Striploin vs Tendon — What's the Difference?
Quick Answer
Side-by-side
| striploin | tendon | |
|---|---|---|
| Primal | loin | offal |
| Muscle / location | longissimus dorsi (short loin) | Connective tissue at joints — particularly the hock/lower leg |
| Character | Leaner than ribeye; the classic strip steak muscle running along the short loin. | Collagen-rich connective tissue extracted from the leg joints, particularly the Achilles tendon area. Extremely gelatinous when slow-cooked; provides body and sticky texture to braises and soups. Prized in Korean, Vietnamese, and South Asian cuisine for its chew and the richness it adds to broth. |
Key differences
- Different primals: loin vs offal.
- Texture and slicing: compare fibrous, grain-heavy cuts vs more tender steak-style muscles based on each cut’s description.

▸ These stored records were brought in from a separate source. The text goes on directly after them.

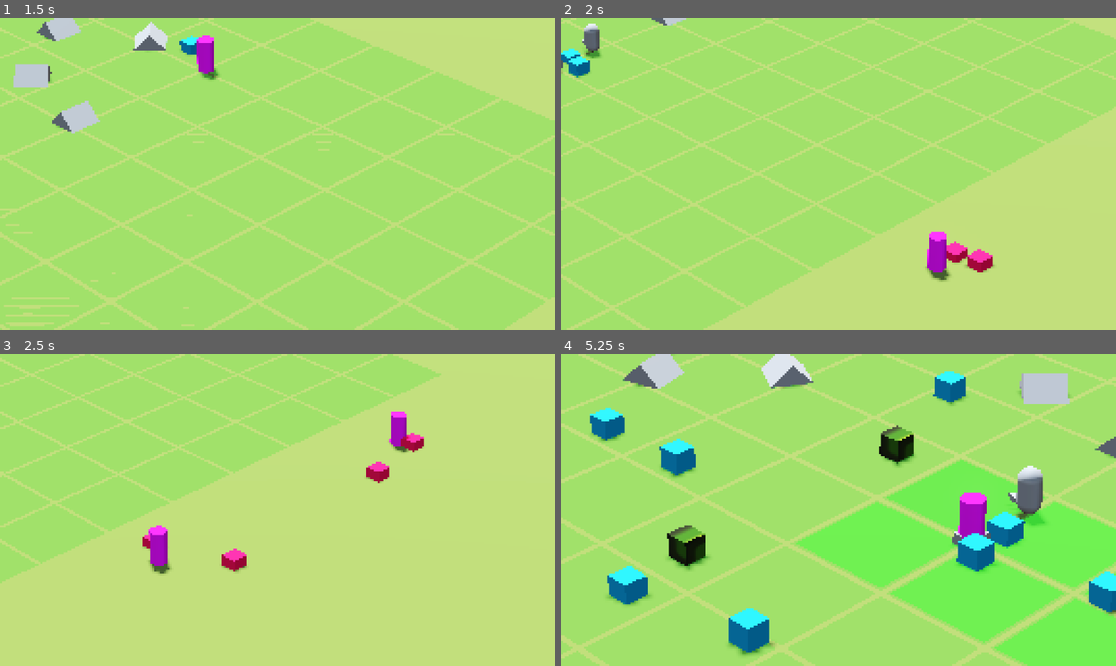
Above: before the commit, frames 1-4 (two rows, left to right).
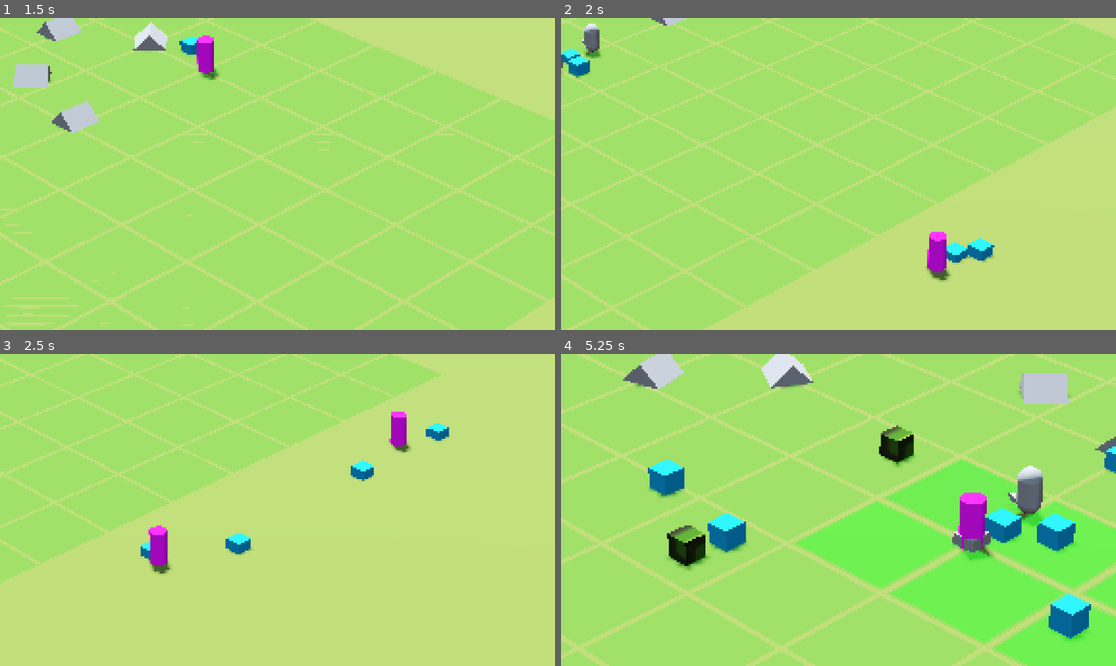
Above: after the commit, the same moments.

Repository: jalejr/Incrememental
Game: Godot game, scene res://main.tscn
Same seed, same stepped clock (60 frames per second), same inputs: the game is played once before the commit and once after it. The engine's default icon, where the game draws it, is replaced by a stand-in: a white triangle on a blue panel in a dark square.
Inputs (mouse positions are in pixels of both pictures, inside the frame that each line leads up to):
- Up to frame 1 (1.5 s): tap Enter (enter) at 0.5 s; move the mouse to (399, 158) at 0.52 s; hold Right (right) 0.53-1.28 s; hold Mouse wheel up (camera_zoom_in) 0.53-1.28 s; click (399, 158) at 0.67 s; move the mouse to (166, 189) at 1.27 s; hold S (backward) from 1.28 s (still down); tap Mouse wheel down (camera_zoom_out) at 1.35 s
- Up to frame 2 (2 s): keep holding S (backward)
- Up to frame 3 (2.5 s): move the mouse to (333, 441) at 2.02 s; release S (backward) at 2.03 s; hold Right (right) from 2.03 s (still down); tap Enter (enter) at 2.1 s
- Up to frame 4 (5.25 s): move the mouse to (810, 572) at 2.77 s; release Right (right) at 2.78 s; hold W (forward) 2.78-3.53 s; click (810, 572) at 2.85 s; move the mouse to (1005, 556) at 3.52 s; hold A (left) 3.53-5.03 s; tap F (test) at 3.6 s; move the mouse to (672, 463) at 4.27 s; tap G at 4.35 s; move the mouse to (866, 510) at 5.02 s; hold S (backward) from 5.03 s (still down); hold Mouse wheel up (camera_zoom_in) from 5.03 s (still down); click (866, 510) at 5.17 s

Frame 1 is identical in both runs. In frame 2, 0.6% of the frame differs, in the area x 69-79%, y 70-82%; in frame 3, 1.4%; in frame 4, 7.7%, in the area x 5-100%, y 5-97%.
Error in both runs: Cannot call method 'storage_buffer_create' on a null value. (res://compositor/scripts/edge_detection_compositor.gd:20)

Commit message:
Made registry system for unit managers and auto link to spawner

Diff:
--- /dev/null
+++ b/global/unit_manager_registry.gd
@@ -0,0 +1,24 @@
+extends Node
+
+# private variables
+var _managers: Dictionary = {}
+
+# public methods
+func register_manager(unit_type: Unit.Type, manager: BaseUnitManager):
+	if _managers.has(unit_type):
+		push_error("Manager already registered for type: ", unit_type)
+		return
+
+	_managers[unit_type] = manager
+	print("Registered manager for ", Unit.Type.keys()[unit_type])
+
+
+func get_manager(unit_type: Unit.Type) -> BaseUnitManager:
+	if not _managers.has(unit_type):
+		push_error("No manager registered for type: ", unit_type)
+		return null
+	return _managers[unit_type]
+
+
+func has_manager(unit_type: Unit.Type) -> bool:
+	return _managers.has(unit_type)
--- a/grids/building_grid_manager/building_grid_manager.gd
+++ b/grids/building_grid_manager/building_grid_manager.gd
@@ -1,11 +1,10 @@
 extends GridManagerBase
 class_name BuildingGridManager
-## enums
-## consts
+
 ## exports
 # Absolute limit of world
 @export var grid_world_size: Vector2 = Vector2(512.0, 512.0)
-## public vars
+
 ## private vars
 var _unlocked_cells: Dictionary = {}
 var _occupied_cells: Dictionary = {}
@@ -14,6 +13,7 @@
 ## built-in override methods
 func _ready() -> void:
 	print("BuildingGridManager initalized - Cell size: ", grid_cell_size)
+	# TODO Have the unlock happen through some other way like the level starting event
 	unlock_starting_area(Vector3(0,0,0), 5)
 
 ## public methods
--- a/project.godot
+++ b/project.godot
@@ -18,6 +18,7 @@
 [autoload]
 
 EventBus="*res://global/event_bus.gd"
+UnitManagerRegistry="*res://global/unit_manager_registry.gd"
 
 [dotnet]
 
--- /dev/null
+++ b/resources/building_data.gd
@@ -0,0 +1,2 @@
+extends Resource
+class_name BuildingData
--- a/units/base_unit_manager/base_unit_manager.gd
+++ b/units/base_unit_manager/base_unit_manager.gd
@@ -4,6 +4,7 @@
 signal unit_died(unit: BaseUnitData, building: Node)
 
 ## exports
+@export var unit_type: Unit.Type = Unit.Type.BASE
 @export var unit_mesh: Mesh
 @export var navigation_region: NavigationRegion3D
 @export var grid_manager: SpatialGridManager
@@ -40,7 +41,7 @@
 	if not grid_manager:
 		push_error("GridManager not assigned to ", name)
 		return
-
+	UnitManagerRegistry.register_manager(unit_type, self)
 	_setup_multimesh()
 	_setup_navigation()
 
--- a/units/soldier_manager/soldier_manager.tscn
+++ b/units/soldier_manager/soldier_manager.tscn
@@ -4,3 +4,4 @@
 
 [node name="SoldierManager" type="Node"]
 script = ExtResource("1_d0b35")
+unit_type = 1
--- a/units/spawners/unit_spawner_building.gd
+++ b/units/spawners/unit_spawner_building.gd
@@ -4,7 +4,7 @@
 ## consts
 ## exports
 @export_group("Unit Spawning")
-@export var unit_manager: BaseUnitManager
+@export var unit_type: Unit.Type = Unit.Type.BASE
 @export var max_units: int = 10
 @export var spawn_interval: float = 3.0
 @export var auto_spawn: bool = true
@@ -14,20 +14,20 @@
 
 ## public vars
 ## private vars
+var _unit_manager: BaseUnitManager
 var _spawned_units: Array[BaseUnitData] = []  # Using UnitStats to hold for smaller
 var _spawn_timer: Timer
 var _next_spawn_point_index: int = 0
 
 ## onready vars
 ## built-in override methods
-
-
 func _ready() -> void:
-	if not unit_manager:
+	_unit_manager = UnitManagerRegistry.get_manager(unit_type)
+	if not _unit_manager:
 		push_warning("No unit manager assigned to building: ", name)
 		return
 
-	unit_manager.unit_died.connect(_on_manager_says_unit_died)
+	_unit_manager.unit_died.connect(_on_manager_says_unit_died)
 
 	_spawn_timer = Timer.new()
 	_spawn_timer.wait_time = spawn_interval
@@ -52,9 +52,9 @@
 func despawn_all_units():
 	for unit in _spawned_units:
 		if unit:
-			var index = unit_manager.units.find(unit)
+			var index = _unit_manager.units.find(unit)
 			if index >= 0:
-				unit_manager.kill_unit(index)
+				_unit_manager.kill_unit(index)
 
 	_spawned_units.clear()
 
@@ -71,7 +71,7 @@
 	var unit_stats: UnitStats = _get_unit_stats()
 
 	if unit_stats:
-		var unit_data = unit_manager.spawn_unit(spawn_pos, unit_stats, self)
+		var unit_data = _unit_manager.spawn_unit(spawn_pos, unit_stats, self)
 		_spawned_units.append(unit_data)
 		_on_unit_spawned(unit_data, spawn_pos)
 
@@ -87,7 +87,7 @@
 
 
 func _get_unit_stats() -> UnitStats:
-	var stats = unit_manager.get_default_stats()
+	var stats = _unit_manager.get_default_stats()
 
 	return stats
 
--- a/units/spawners/unit_spawner_building.tscn
+++ b/units/spawners/unit_spawner_building.tscn
@@ -9,6 +9,7 @@
 
 [node name="UnitSpawnerBuilding" type="Node3D" node_paths=PackedStringArray("spawn_points")]
 script = ExtResource("1_ht01f")
+unit_type = 1
 max_units = 50
 spawn_interval = 1.0
 spawn_points = [NodePath("FrontSpawn"), NodePath("LeftSpawn"), NodePath("RightSpawn")]
--- /dev/null
+++ b/units/unit.gd
@@ -0,0 +1,11 @@
+class_name Unit
+
+enum Type {
+	BASE,
+	SOLDIER,
+	GATHERER,
+	MINER,
+
+	DEMON,
+	TROLL,
+}
Not shown, added: global/unit_manager_registry.gd.uid
Not shown, added: resources/building_data.gd.uid
Not shown, added: units/unit.gd.uid

- Retail naming diverges by country—always map through a canonical cut when translating menus or labels.
When to use each
Striploin
Pick Striploin when you want its specific marbling/texture profile: Leaner than ribeye; the classic strip steak muscle running along the short loin.
Tendon
Pick Tendon when its primal/muscle traits fit the dish: Collagen-rich connective tissue extracted from the leg joints, particularly the Achilles tendon area. Extremely gelatinous when slow-cooked; provides body and sticky texture to braises and soups. Prized in Korean, Vietnamese, and South Asian cuisine for its chew and the richness it adds to broth.
Striploin and Tendon are different canonical muscles/primals: Striploin is loin (longissimus dorsi (short loin)); Tendon is offal (Connective tissue at joints — particularly the hock/lower leg).
Choose based on tenderness, marbling, grain direction, and how you plan to cook (sear vs braise vs slice thin).